Best Practice: Segmentation evaluation metrics

Hi @all,

I have a more general question concerning the evaluation metrics for segmentation. Which ones are commonly used or do you see as ‘best practice’ for researchers? Which one would you include in publications?

I am talking more about comparability than efficiency. I am aware that the use of metrics can be task dependent. Some applications will best work with very specialized or custom methods. I am also aware that the selection of metrics can be predefined by cirumstances (e.g.Kaggle competition). But if I am new to (semantic) segmentation, which metrics should I implement in my code to evaluate the outcome of my segmentation model?

Here is a non-comprehensive list of metrics that I’ve found (and partially used) so far.
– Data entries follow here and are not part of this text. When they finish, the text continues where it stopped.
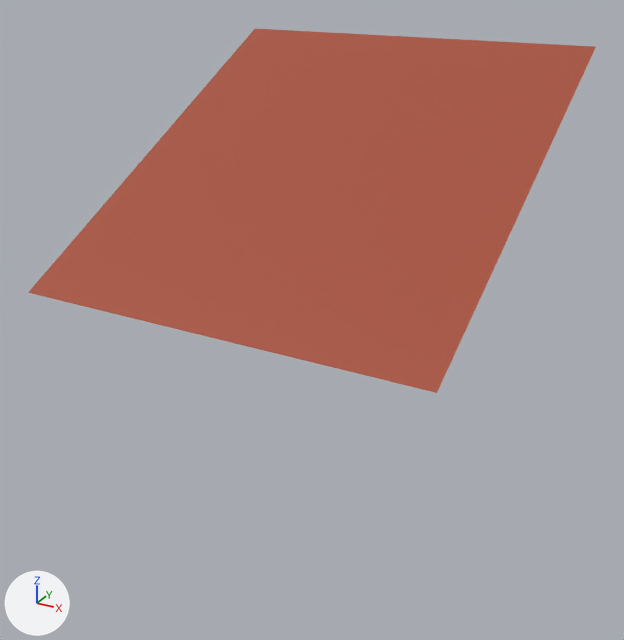
Two versions of the glTF model models/seperated_blocks/r2c3_face_brown.gltf, one commit apart.
Rendered twice from a 50 mm lens placed at (1.93, -3.61, 1.48), pointed at (0.01, -0.13, -0.26). Lighting does not change. The marker at lower left points along +X, +Y and +Z.

The first picture shows 'r2c3_face_brown'.
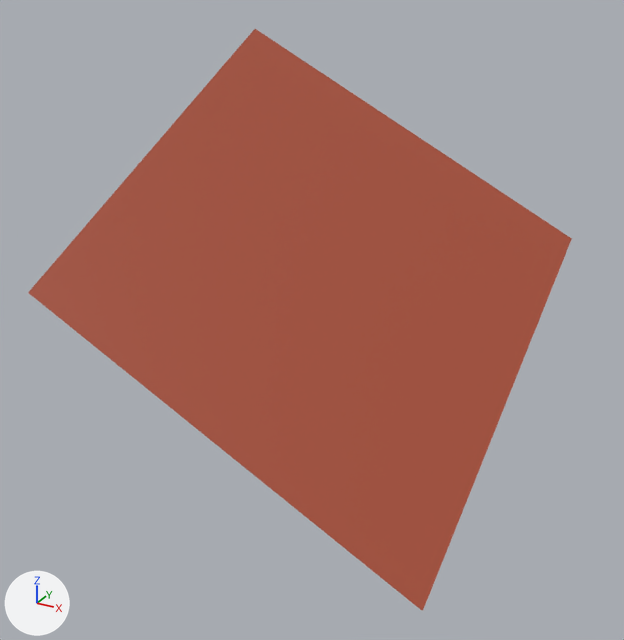
Pixel boxes [x1, y1, x2, y2] of what changed, in the pictures (624 x 640 px):
'r2c3_face_brown', reshaped (60% taller)
    before: [28, 29, 596, 393]
    after: [28, 29, 572, 611]

Patch to the scene script:
```diff
--- a/models/seperated_blocks/r2c3_face_brown.gltf.py
+++ b/models/seperated_blocks/r2c3_face_brown.gltf.py
@@ me_cube_270 @@
 me_cube_270.from_pydata(...)  # 4 vertices, 2 faces; spans x -1.0..1.0, y -1.0..1.0, z 0.0..1.0
 # used by ob_r2c3_face_brown; location = (0.0, 0.0, 0.0)
-me_cube_270.vertices[2].co = (1.0, -1.0, 0.0)  # pixel (436, 392)
-me_cube_270.vertices[3].co = (1.0, 1.0, 1.0)  # pixel (596, 46)
+# me_cube_270 part 1
+me_cube_270.vertices[2].co = (1.0, -1.0, -1.0)  # pixel (422, 611)
+me_cube_270.vertices[3].co = (1.0, 1.0, 0.0)  # pixel (571, 238)
 me_cube_270.materials.append(mat_material_001)
```

I did not always include ‘statistical variations’ like mean/average, median, standard deviation, etc… For a deeper look into the topic see: Taha, Abdel Aziz, and Allan Hanbury. “Metrics for evaluating 3D medical image segmentation: analysis, selection, and tool.” BMC medical imaging 15.1 (2015): 29.
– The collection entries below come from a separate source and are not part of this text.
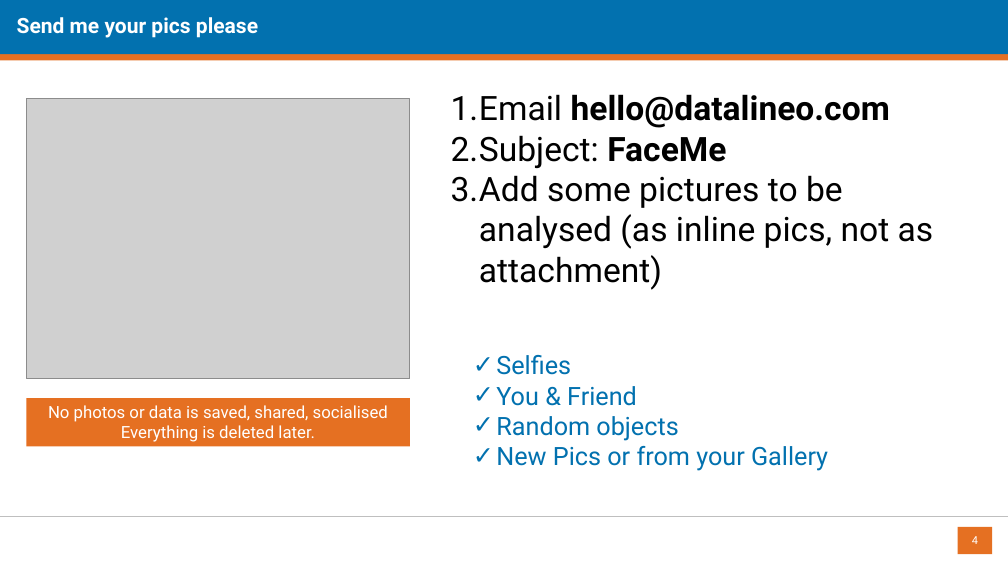
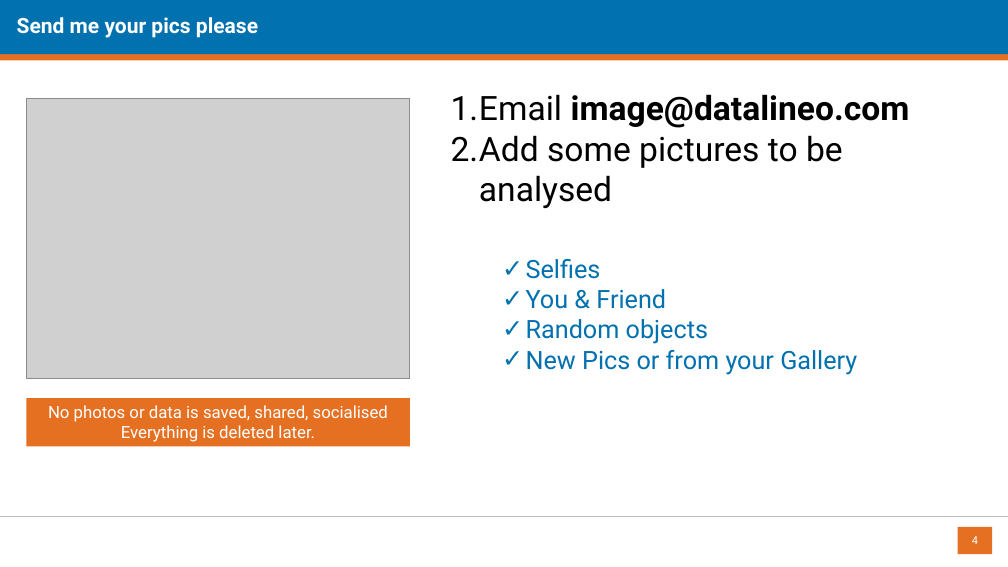
Before and after one commit to datalineo/sessions, a slide deck: slide 4 of Power Automate Image Analytics/Power Automate Image Analytics.pptx. Drawn at 1008x567 pixels with LibreOffice and Linux fonts; fonts in the diff are those of the drawing; grey boxes stand for pictures; background and template pictures are left out. Boxes give left, top, right and bottom in pixels: in the first picture for what was removed or moved away, otherwise in the second. Text is boxed around its words. In the diff, an @@ line names an element or a change of style, - is before the commit and + after.

```diff
--- a/Power Automate Image Analytics/Power Automate Image Analytics.pptx
+++ b/Power Automate Image Analytics/Power Automate Image Analytics.pptx
@@ text at (451,94,910,208): text changed @@
-1. Email hello@datalineo.com
-2. Subject: FaceMe
-3. Add some pictures to be analysed (as inline pics, not as attachment)
+1. Email image@datalineo.com
+2. Add some pictures to be analysed
@@ text "Selfies": place and size @@
-text "Selfies" at (496,355,828,471)
+text "Selfies" at (526,259,857,375)
```
Also in this commit, not shown: 2 other slides changed, 3 other files.

Metrics that seem to be commonly used (e.g. [1] [2])

Based on confusion matrix

  • Global/Per_Class Accuracy
  • Precision
  • Recall
  • Intersection over Unit(IOU) = Jaccard Index
  • F1 score = Sørensen–Dice coefficient (Dice)

Metrics that I rarely encounter

Based on confusion matrix

  • Cohen’s kappa / Observed Accuracy
  • Global Consistency Error (GCE) / Local Consistency Error(LCE)

Base on pair counting

  • Rand Index / Adjusted Rand Index

Based on spatial distance

  • Hausdorff Distance and weighted Hausdorff Distance

There are lots of more metrics out there. But did I miss some major ones? Which of these do you suggest to use for starters? And which ones do you use?

As you said, it’s very task-dependent. In medical application, I would say most papers are using dice coefficient, Jaccard index (iOU), Hausdorff Distance. You need to check what are the most common metrics in your field.